Every record that follows is to be copied exactly, with the pictures omitted.

◆ Listed records:
================================

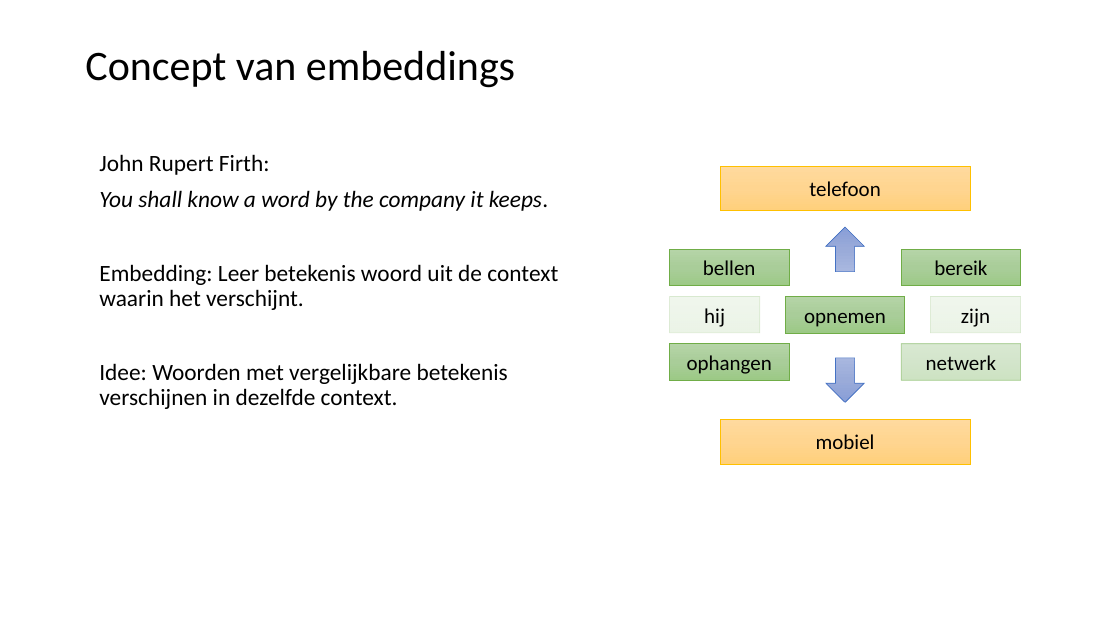
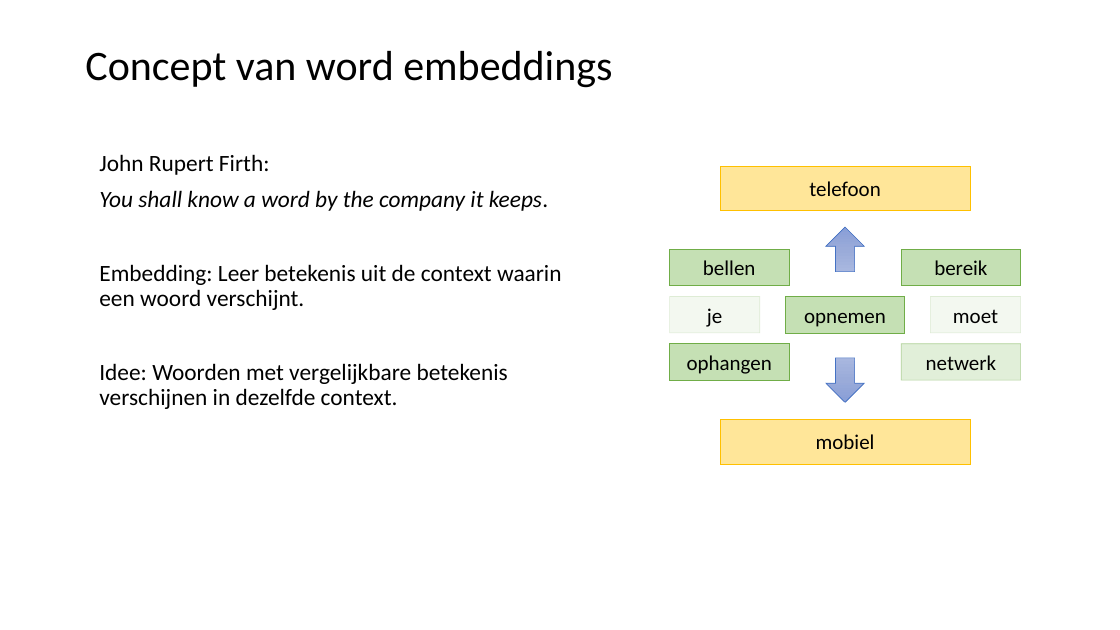
Before and after one commit to LFKoning/knowledge-sharing, a slide deck: slide 45 of python_course/5_nlp/python_cursus_5.pptx. Drawn at 1120x630 pixels with LibreOffice and Linux fonts; fonts in the diff are those of the drawing. Boxes give left, top, right and bottom in pixels: in the first picture for what was removed or moved away, otherwise in the second. Text is boxed around its words. In the diff, an @@ line names an element or a change of style, - is before the commit and + after.

```diff
--- a/python_course/5_nlp/python_cursus_5.pptx
+++ b/python_course/5_nlp/python_cursus_5.pptx
@@ title at bbox=[85, 51, 612, 88]: text changed @@
-Concept van embeddings
+Concept van word embeddings
@@ rectangle "telefoon" at bbox=[720, 166, 970, 211]: fill gradient #FFDB9E to #FFD590 to #FFD07C to #FFE699 @@
@@ text at bbox=[99, 264, 562, 310]: text changed @@
-Embedding: Leer betekenis woord uit de context waarin het verschijnt.
+Embedding: Leer betekenis uit de context waarin een woord verschijnt.
@@ rectangle "je" at bbox=[670, 297, 760, 333]: fill gradient #B5D5A7 to #AACE9A to #9CC987 to #C5E0B4 at 20% opacity @@
@@ rectangle "moet" at bbox=[931, 297, 1021, 333]: fill gradient #B5D5A7 to #AACE9A to #9CC987 to #C5E0B4 at 20% opacity @@
@@ text in rectangle at bbox=[707, 308, 722, 327]: text changed @@
-hij
+je
@@ text in rectangle at bbox=[953, 309, 998, 323]: text changed @@
-zijn
+moet
@@ fill gradient #B5D5A7 to #AACE9A to #9CC987 to #C5E0B4 in 4 elements at bbox=[786, 297, 905, 333], bbox=[670, 250, 789, 286], bbox=[902, 250, 1021, 286], bbox=[670, 344, 789, 380] @@
@@ rectangle "netwerk" at bbox=[902, 344, 1021, 380]: fill gradient #B5D5A7 to #AACE9A to #9CC987 to #C5E0B4 at 50% opacity @@
@@ rectangle "mobiel" at bbox=[720, 419, 970, 464]: fill gradient #FFDB9E to #FFD590 to #FFD07C to #FFE699 @@
```
Also in this commit, not shown: 37 other slides changed, 12 slides added, 11 slides removed, 10 other files.

================================

◆ Exercise output:
Before and after one commit to LFKoning/knowledge-sharing, a slide deck: slide 45 of python_course/5_nlp/python_cursus_5.pptx. Drawn at 1120x630 pixels with LibreOffice and Linux fonts; fonts in the diff are those of the drawing. Boxes give left, top, right and bottom in pixels: in the first picture for what was removed or moved away, otherwise in the second. Text is boxed around its words. In the diff, an @@ line names an element or a change of style, - is before the commit and + after.

```diff
--- a/python_course/5_nlp/python_cursus_5.pptx
+++ b/python_course/5_nlp/python_cursus_5.pptx
@@ title at bbox=[85, 51, 612, 88]: text changed @@
-Concept van embeddings
+Concept van word embeddings
@@ rectangle "telefoon" at bbox=[720, 166, 970, 211]: fill gradient #FFDB9E to #FFD590 to #FFD07C to #FFE699 @@
@@ text at bbox=[99, 264, 562, 310]: text changed @@
-Embedding: Leer betekenis woord uit de context waarin het verschijnt.
+Embedding: Leer betekenis uit de context waarin een woord verschijnt.
@@ rectangle "je" at bbox=[670, 297, 760, 333]: fill gradient #B5D5A7 to #AACE9A to #9CC987 to #C5E0B4 at 20% opacity @@
@@ rectangle "moet" at bbox=[931, 297, 1021, 333]: fill gradient #B5D5A7 to #AACE9A to #9CC987 to #C5E0B4 at 20% opacity @@
@@ text in rectangle at bbox=[707, 308, 722, 327]: text changed @@
-hij
+je
@@ text in rectangle at bbox=[953, 309, 998, 323]: text changed @@
-zijn
+moet
@@ fill gradient #B5D5A7 to #AACE9A to #9CC987 to #C5E0B4 in 4 elements at bbox=[786, 297, 905, 333], bbox=[670, 250, 789, 286], bbox=[902, 250, 1021, 286], bbox=[670, 344, 789, 380] @@
@@ rectangle "netwerk" at bbox=[902, 344, 1021, 380]: fill gradient #B5D5A7 to #AACE9A to #9CC987 to #C5E0B4 at 50% opacity @@
@@ rectangle "mobiel" at bbox=[720, 419, 970, 464]: fill gradient #FFDB9E to #FFD590 to #FFD07C to #FFE699 @@
```
Also in this commit, not shown: 37 other slides changed, 12 slides added, 11 slides removed, 10 other files.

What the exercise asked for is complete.